IntroductionPeople attribute events, particularly successes and failures, to causes, whether they are real or imagined. (Wong, 2001, 650) Such causal attributions may be classified in several dimensions, such as internality (due to oneself or to external factors), stability, pervasiveness, and controllability. (Weiner, 2005, 548) These dimensions can be used to measure, by questionnaire, or content analysis, an individual's characteristic attributional style, which correlates with susceptibility to clinical depression and physical illness, risk of relapse in depression, low motivation and poor achievement in education and athletics, job satisfaction, and sales performance. (Corr , 2005, 241) Individuals who typically attribute their failures to internal, stable, and global factors, and their successes to external, temporary, and specific causes, are most vulnerable to poor persistence, impaired performance, and depression. (Abramson, 1998, 50) Clinically, cognitive-behavioural therapy (CBT) can modify attributional style, and can have beneficial effects in depression and other psychiatric disorders. (Hawton, 1999, Press)Unemployment is associated with personal, financial, and social restrictions, which can affect psychological health.

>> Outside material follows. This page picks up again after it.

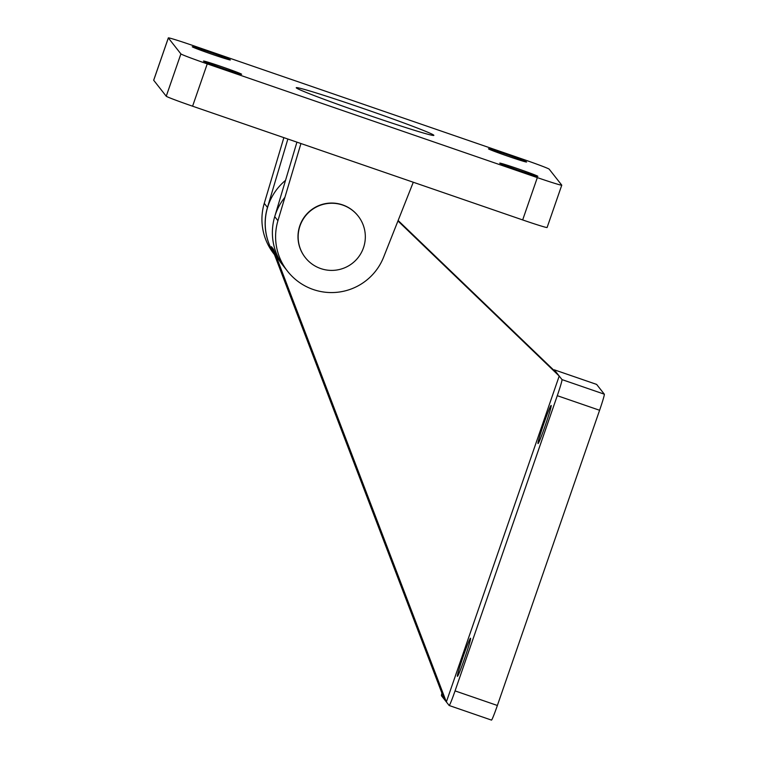 <?xml version="1.0" encoding="UTF-8"?>
<svg xmlns="http://www.w3.org/2000/svg" width="758" height="758" viewBox="0 0 758 758"><rect width="100%" height="100%" fill="white"/><g stroke="black" fill="none" stroke-linecap="round" stroke-linejoin="round"><path stroke-width="1.14" d="M363.48 247.762A33.608 33.551 -38.2 0 1 305.322 257.606A33.608 33.551 -38.2 0 1 310.998 210.459A33.608 33.551 -38.2 0 1 363.48 247.762M305.322 257.606L305.161 257.398A33.608 33.551 -38.2 0 1 310.837 210.25A33.608 33.551 -38.2 0 1 357.994 215.841L358.155 216.049M153.694 80.272L168.342 37.947A26.89 0.843 -160.9 0 1 168.333 37.9L153.675 80.225A26.89 0.843 19.1 0 0 153.694 80.272L166.239 96.228A26.89 0.843 19.1 0 0 192.589 106.196L522.669 219.934A26.89 0.843 19.1 0 0 547.105 227.504L561.763 185.179A26.89 0.843 -160.9 0 1 537.327 177.609L522.669 219.934M192.589 106.196L207.247 63.871A26.89 0.843 -160.9 0 1 180.897 53.903L166.239 96.228M168.342 37.947L180.897 53.903M207.247 63.871L537.327 177.609M168.333 37.9A26.89 0.843 -160.9 0 1 192.769 45.471L522.849 159.199A26.89 0.843 -160.9 0 1 549.199 169.176L561.754 185.132A26.89 0.843 -160.9 0 1 561.763 185.179M230.347 59.91A20.163 0.635 -160.9 0 1 230.366 59.948A20.163 0.635 -160.9 0 1 211.084 53.941A20.163 0.635 -160.9 0 1 192.248 46.75A20.163 0.635 -160.9 0 1 211.056 52.596A20.163 0.635 -160.9 0 1 230.347 59.91M537.829 176.292A20.163 0.635 -160.9 0 1 537.848 176.33A20.163 0.635 -160.9 0 1 518.567 170.323A20.163 0.635 -160.9 0 1 499.73 163.131A20.163 0.635 -160.9 0 1 518.538 168.977A20.163 0.635 -160.9 0 1 537.829 176.292M526.573 161.975A20.163 0.635 -160.9 0 1 526.583 162.013A20.163 0.635 -160.9 0 1 507.31 156.006A20.163 0.635 -160.9 0 1 488.474 148.814A20.163 0.635 -160.9 0 1 507.282 154.66A20.163 0.635 -160.9 0 1 526.573 161.975M241.613 74.227A20.163 0.635 -160.9 0 1 241.622 74.265A20.163 0.635 -160.9 0 1 222.35 68.258A20.163 0.635 -160.9 0 1 203.514 61.066A20.163 0.635 -160.9 0 1 222.321 66.903A20.163 0.635 -160.9 0 1 241.613 74.227M433.813 135.237A72.825 2.283 -160.9 0 1 433.86 135.369A72.825 2.283 -160.9 0 1 364.257 113.681A72.825 2.283 -160.9 0 1 296.236 87.71A72.825 2.283 -160.9 0 1 364.153 108.811A72.825 2.283 -160.9 0 1 433.813 135.237M296.928 142.144L274.718 216.627A56.016 55.921 141.8 0 0 284.335 267.167A56.016 55.921 -38.2 0 1 284.913 197.326M274.197 253.921A56.016 55.921 -38.2 0 1 267.479 207.427L287.869 139.027M413.281 182.242L383.624 257.142A56.016 55.921 -38.2 0 1 287.557 271.25A56.016 55.921 -38.2 0 1 277.93 220.72L300.945 143.537M283.852 137.643L264.258 203.343A56.016 55.921 141.8 0 0 273.884 253.873L274.462 254.612M397.95 220.957L559.215 376.053L562.01 379.606A16.24 0.796 109 0 1 557.282 395.685L455.056 690.898A16.24 0.796 109 0 1 449.181 705.518L441.478 695.74A16.24 0.796 109 0 1 441.933 693.172M557.282 395.685L599.597 410.267A16.24 0.796 -71 0 0 604.325 394.188L562.01 379.606M599.597 410.267L497.371 705.48L455.056 690.898M553.918 370.311A16.24 0.796 109 0 1 554.306 369.828A16.24 0.796 109 0 1 554.325 369.838L559.215 376.053L446.358 701.946L273.524 249.344L271.43 246.682L444.273 699.293M449.181 705.518A16.24 0.796 109 0 1 449.153 705.499L491.497 720.1A16.24 0.796 -71 0 0 497.371 705.48M470.566 638.236A20.163 0.985 109 0 1 464.806 657.897A20.163 0.985 109 0 1 457.406 676.354M457.377 676.335A20.163 0.985 109 0 1 463.147 656.665A20.163 0.985 109 0 1 470.538 638.217M537.981 443.544A20.163 0.985 109 0 1 543.751 423.883A20.163 0.985 109 0 1 551.151 405.435A20.163 0.985 109 0 1 545.409 425.115A20.163 0.985 109 0 1 538.009 443.563M554.325 369.838L596.65 384.42A16.24 0.796 -71 0 0 596.622 384.401A16.24 0.796 -71 0 0 596.603 384.401M285.529 180.366A56.016 55.921 141.8 0 0 274.178 253.864M287.557 271.25L281.805 263.945A56.016 55.921 -38.2 0 1 273.524 249.344M557.121 373.391L398.139 220.493M554.306 369.828L596.622 384.401L604.325 394.188M277.93 220.72L274.718 216.627M267.479 207.427L264.258 203.343"/></g></svg>
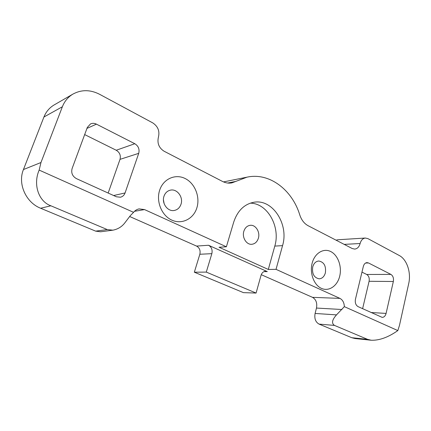 <?xml version="1.0" encoding="UTF-8"?>
<svg xmlns="http://www.w3.org/2000/svg" width="431" height="431" viewBox="0 0 431 431"><rect width="100%" height="100%" fill="white"/><g stroke="black" fill="none" stroke-linecap="round" stroke-linejoin="round"><path stroke-width="0.65" d="M243.844 231.291C241.834 237.438 246.489 244.937 251.828 244.285C255.017 243.871 257.194 241.856 258.374 238.235C260.356 232.029 255.583 224.476 250.131 225.321C247.092 225.812 244.997 227.8 243.844 231.291M196.843 207.914C193.508 218.883 181.93 224.788 171.845 220.128C161.706 215.645 155.855 201.39 159.691 190.119C163.376 178.779 175.492 173.548 185.228 178.569C195.022 183.428 200.329 197.01 196.843 207.914M163.99 196.207C161.393 203.216 167.745 211.896 174.291 210.457C177.54 209.778 179.77 207.72 180.988 204.283C183.568 197.188 176.996 188.412 170.293 190.179C167.266 190.938 165.165 192.953 163.99 196.207M339.671 276.319C337.322 286.044 328.848 291.814 321.402 288.361C313.913 285.058 309.48 273.109 312.157 263.142C314.722 253.126 323.541 247.83 330.771 251.569C338.044 255.168 342.122 266.649 339.671 276.319M312.728 266.886C311.855 273.75 313.994 277.731 319.155 278.825C322.183 278.593 324.252 276.616 325.367 272.893C326.219 265.97 324.015 262.01 318.768 261.014C315.848 261.305 313.833 263.26 312.728 266.886M113.639 195.539L125.071 192.953L138.723 153.339L120.007 159.368L108.165 193.056M84.67 134.591L116.235 150.247L134.811 143.722L96.447 124.144L86.96 128.4M96.447 124.144C94.405 123.153 92.428 123.077 90.505 123.923L87.304 127.457L72.117 168.516C70.98 172.939 72.43 176.317 76.465 178.644L116.365 196.778L120.464 197.226C122.684 196.644 124.22 195.216 125.071 192.953M361.965 272.123L366.7 274.466L390.912 274.402L368.494 262.958L367.013 262.614C365.229 262.791 364.006 264.052 363.344 266.39L355.44 299.265C354.875 302.745 355.753 305.202 358.075 306.63L382.157 317.372C384.075 317.308 385.389 315.988 386.095 313.412L393.347 281.491L369.092 281.287L362.606 308.693M371.242 340.237L355.079 338.55L351.782 337.715L367.535 339.348L371.242 340.237C379.366 340.538 388.229 337.322 397.824 330.577L399.462 325.443L408.728 283.49C411.303 272.564 406.896 259.387 399.251 255.491L367.864 238.607L365.343 238.036C362.8 238.37 361.059 240.202 360.122 243.52C359.168 246.915 357.358 248.768 354.697 249.091L352.224 248.531L308.138 225.731C304.264 223.624 301.474 220.02 299.771 214.918C292.186 189.737 269.246 172.201 246.979 177.168L231.953 182.863C228.775 183.493 225.612 183.013 222.461 181.419L164.055 151.211C158.904 147.871 157.029 143.167 158.43 137.117C159.853 131.105 157.961 126.369 152.763 122.9L99.577 94.287C90.332 89.578 81.459 89.508 72.963 94.077C68.093 96.991 64.558 101.22 62.371 106.759L40.972 162.519L39.162 170.089C32.772 184.721 38.79 201.595 50.874 205.792L40.633 208.248L95.639 231.135L107.292 229.583L50.874 205.792M226.388 246.785L219.045 247.243L268.308 269.45L276.034 269.348L282.547 245.638C289.12 224.438 272.645 198.626 253.843 202.274C244.226 204.17 237.519 210.775 233.721 222.078L226.388 246.785L144.536 209.585L139.105 208.895C136.891 209.337 135.043 210.484 133.567 212.332L39.162 170.089M276.034 269.348L339.935 298.387C342.683 299.863 344.148 302.616 344.342 306.646L397.824 330.577M390.912 274.402C393.04 275.84 393.853 278.205 393.347 281.491M134.811 143.722C138.41 146.017 139.714 149.223 138.723 153.339M336.094 240.191L337.694 239.771L365.343 238.036M367.535 339.348L334.51 325.421L319.053 324.101L351.782 337.715M319.053 324.101C315.535 322.092 314.221 318.541 315.099 313.456L336.498 314.883L344.342 306.646M341.945 309.512L316.478 308.057L315.099 313.456M316.478 308.057C317.361 303.015 316.042 299.443 312.507 297.342L339.935 298.387M261.256 274.682L312.507 297.342M267.306 271.605L265.582 271.244C263.389 271.428 261.87 272.801 261.03 275.366L256.079 293.058L243.429 292.633L194.338 272.203L199.839 254.258C200.636 250.53 199.548 247.803 196.563 246.079L208.518 245.261L267.306 271.605L263.944 271.632M129.672 216.507L196.563 246.079M112.631 230.213L100.552 231.781L95.639 231.135M40.633 208.248C25.973 202.575 17.482 183.805 23.446 169.545L40.972 162.519M62.371 106.759L43.93 117.011L23.446 169.545M43.93 117.011C46.031 111.78 49.409 107.772 54.069 104.981L54.387 104.798M163.446 199.968L164.173 203.788M133.567 212.332L130.27 215.721L124.791 222.919C121.817 226.776 117.852 229.2 112.895 230.181L107.292 229.583M256.079 293.058L206.287 272.096L211.847 253.665L199.839 254.258M206.287 272.096L194.338 272.203M208.518 245.261C211.546 247.038 212.655 249.835 211.847 253.665M268.308 269.45L274.795 246.09C280.689 226.916 267.586 203.243 250.298 203.157M336.498 314.883C332.026 319.872 331.364 323.385 334.51 325.421M369.092 281.287C369.604 278.124 368.807 275.851 366.7 274.466M120.007 159.368C120.971 155.451 119.716 152.407 116.235 150.247M371.026 312.518L386.095 313.412M368.494 262.958L365.601 263.023M144.536 209.585L134.483 211.314M227.611 183.035L235.832 181.408M274.795 246.09L282.547 245.638M360.122 243.52L344.202 244.382M72.963 94.077L54.069 104.981M223.506 181.914L246.979 177.168"/></g></svg>

The proportion of unemployed people who score above the cut-off point for "psychiatric caseness" on the general health questionnaire (GHQ) (Goldberg, 2002, Press) is typically 60%, compared with 20% among employed groups. (Warr, 2004, 4) Long-term unemployment typically brings further difficulties, such as psychological changes that can prevent re-employment. (Warr, 1998, 47) Reduced self-esteem, self-efficacy, and expectations of success all decrease the likelihood of a successful outcome in job-seeking, or may reduce the motivation to seek work at all. Many long-term unemployed people cease to believe in their ability to regain employment. (Eden, 2003, 353) The personal cost of unemployment can, therefore, be substantial. There are also, of course, substantial costs to society.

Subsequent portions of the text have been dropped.